|SCHARES, GEREON - University Of Zurich|
|LANGENMAYER, MARTIN - Ludwig-Maximilians University|
|SCHARR, JULIA - Ludwig-Maximilians University|
|MINKE, LIESELOTTE - Institute For Animal Health - Germany|
|MAKSIMOV, PAVIO - Institute For Animal Health - Germany|
|MAKSIMOV, ALINE - Institute For Animal Health - Germany|
|SCHARES, SUSANN - Institute For Animal Health - Germany|
|BARWALD, ANDREA - Institute For Animal Health - Germany|
|BASSO, WALTER - University Of Zurich|
|CONRATH, FRANZ - University Of Zurich|
|GOLLNICK, NICOLLE - Ludwig-Maximilians University|
Submitted to: International Journal for Parasitology
Publication Type: Peer Reviewed Journal
Publication Acceptance Date: 4/19/2013
Publication Date: 5/20/2013
Citation: Schares, G., Langenmayer, M., Scharr, J., Minke, L., Maksimov, P., Maksimov, A., Schares, S., Barwald, A., Basso, W., Dubey, J.P., Conrath, F., Gollnick, N. 2013. Novel tools for the diagnosis and differentiation of acute and chronic bovine besnoitiosis. International Journal for Parasitology. 43:143-154.

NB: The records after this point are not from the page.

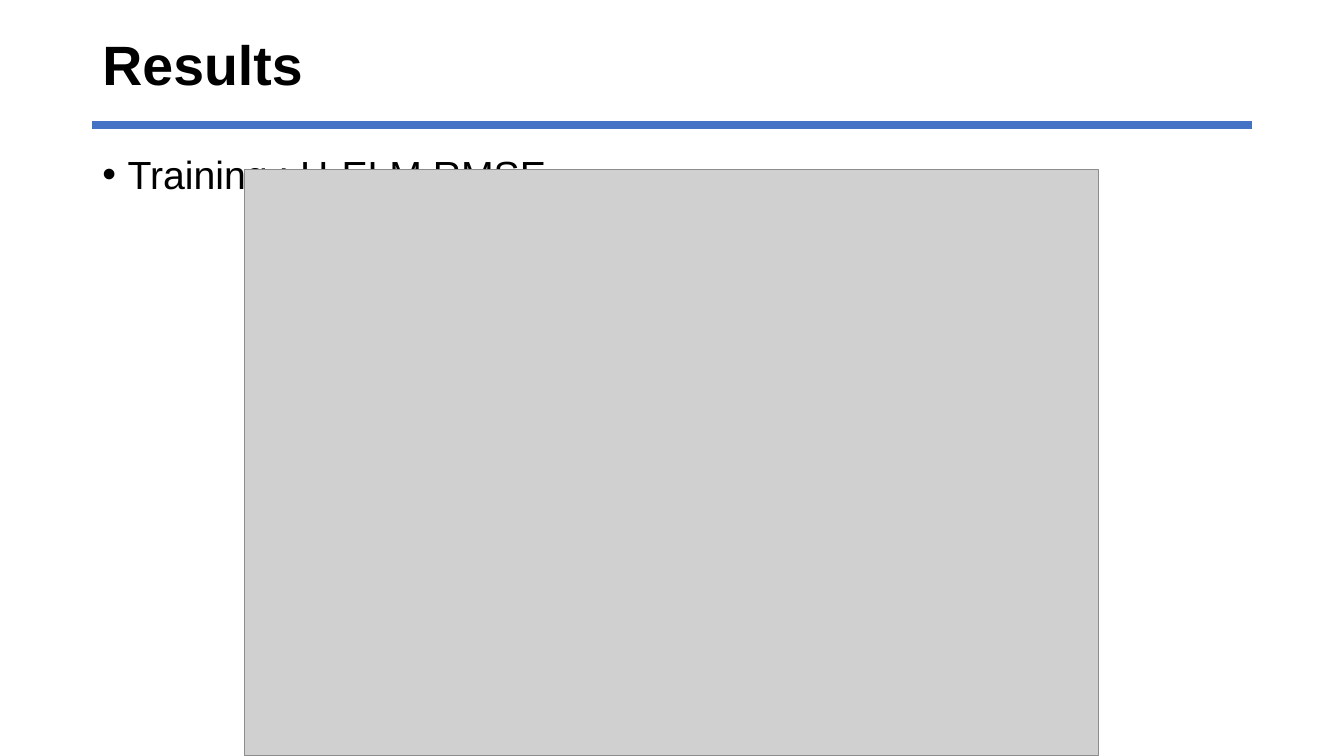
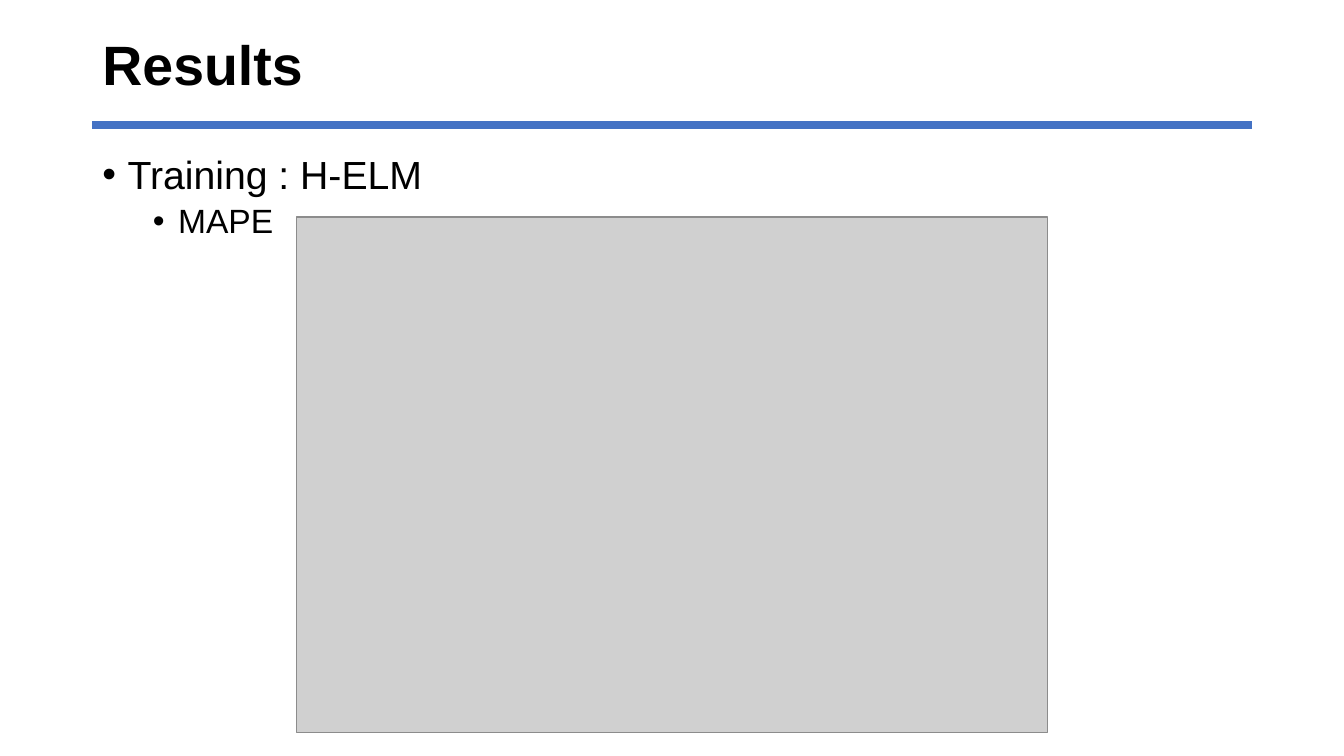
Before and after one commit to jhyun0919/STLF_of_Australian_NEM_by_H-ELM, a slide deck: slide 24 of ppt_slides/prepare_ELM2017_26MAY2017.pptx. Drawn at 1344x756 pixels with LibreOffice and Linux fonts; fonts in the diff are those of the drawing; grey boxes stand for pictures. Boxes give left, top, right and bottom in pixels: in the first picture for what was removed or moved away, otherwise in the second. Text is boxed around its words. In the diff, an @@ line names an element or a change of style, - is before the commit and + after.

```diff
--- a/ppt_slides/prepare_ELM2017_26MAY2017.pptx
+++ b/ppt_slides/prepare_ELM2017_26MAY2017.pptx
@@ text at (x1=128, y1=160, x2=422, y2=233): text changed @@
-• Training : H-ELM RMSE
+• Training : H-ELM
+  • MAPE
@@ picture resized from (x1=245, y1=169, x2=1098, y2=756) to (x1=296, y1=217, x2=1047, y2=733) @@
```
Also in this commit, not shown: 8 other slides changed, 19 other files.

Interpretive Summary: Besnoitia and Toxoplasma are related single-celled parasites that cause clinical disease in livestock. Differential diagnosis of these infections is sometimes difficult because these parasites have shared proteins (antigens) that are used for serological (blood) tests. Besnoitia besnoiti affects cattle and the disease is now spreading from Africa to Europe, but does not occur in USA. In the present study, the authors describe use of different Besnoitia proteins to distinguish acute and chronic phases of bovine besnoitiosis .The results can aid in correct diagnosis. The results will be of interest to biologists, parasitologists, and veterinarians.
Technical Abstract: Diagnosis of acute bovine besnoitiosis is a major diagnostic problem. We developed diagnostic tests to serologically diagnose and differentiate acute and chronic cases of bovine besnoitiosis using affinity purified antigens of Besnoitia besnoiti tachyzoites in immunoblots and in both, a conventional ELISA and an avidity ELISA. Sera of acutely and chronically infected cattle were investigated using these tests. Acutely infected cattle initially recognized an antigen of 74 kDa relative molecular mass, followed by reactions with increasing intensity against 81 and 28 kDa antigens. In addition, faint reactions against antigens with 36, 37, 39 and 42 kDa molecular mass started soon after seroconversion and increased over time. An antigen of 45 kDa molecular mass was transiently recognized early after infection but not or only weakly in the chronic stage. At least two antigens, the 39 and the 42 kDa antigens, seem to be located on the surface of B. besnoiti tachyzoites as determined by biotinylation. Affinity purified antigen was used to establish an APure-BbELISA which showed excellent sensitivity (100%) relative to a serological reference system in naturally, most likely chronically, infected cattle. Specificity was also high (99.8%) as determined in cattle from herds with Neospora caninum-associated abortions. The antibody levels in APure-BbELISA were correlated with the parasite load in the skin or the mucous membrane of the vestibulum vaginae as determined by real-time PCR. In acute cases of bovine besnoitiosis (confirmed by the detection of low avidity IgG in the APure-BbELISA) first specific antibodies were detected by ELISA in all animals except one, at the same time or earlier than in the serological reference system. The detection of parasite DNA in skin by real-time PCR was clearly superior to serological analysis in detecting infected cattle during acute besnoitiosis.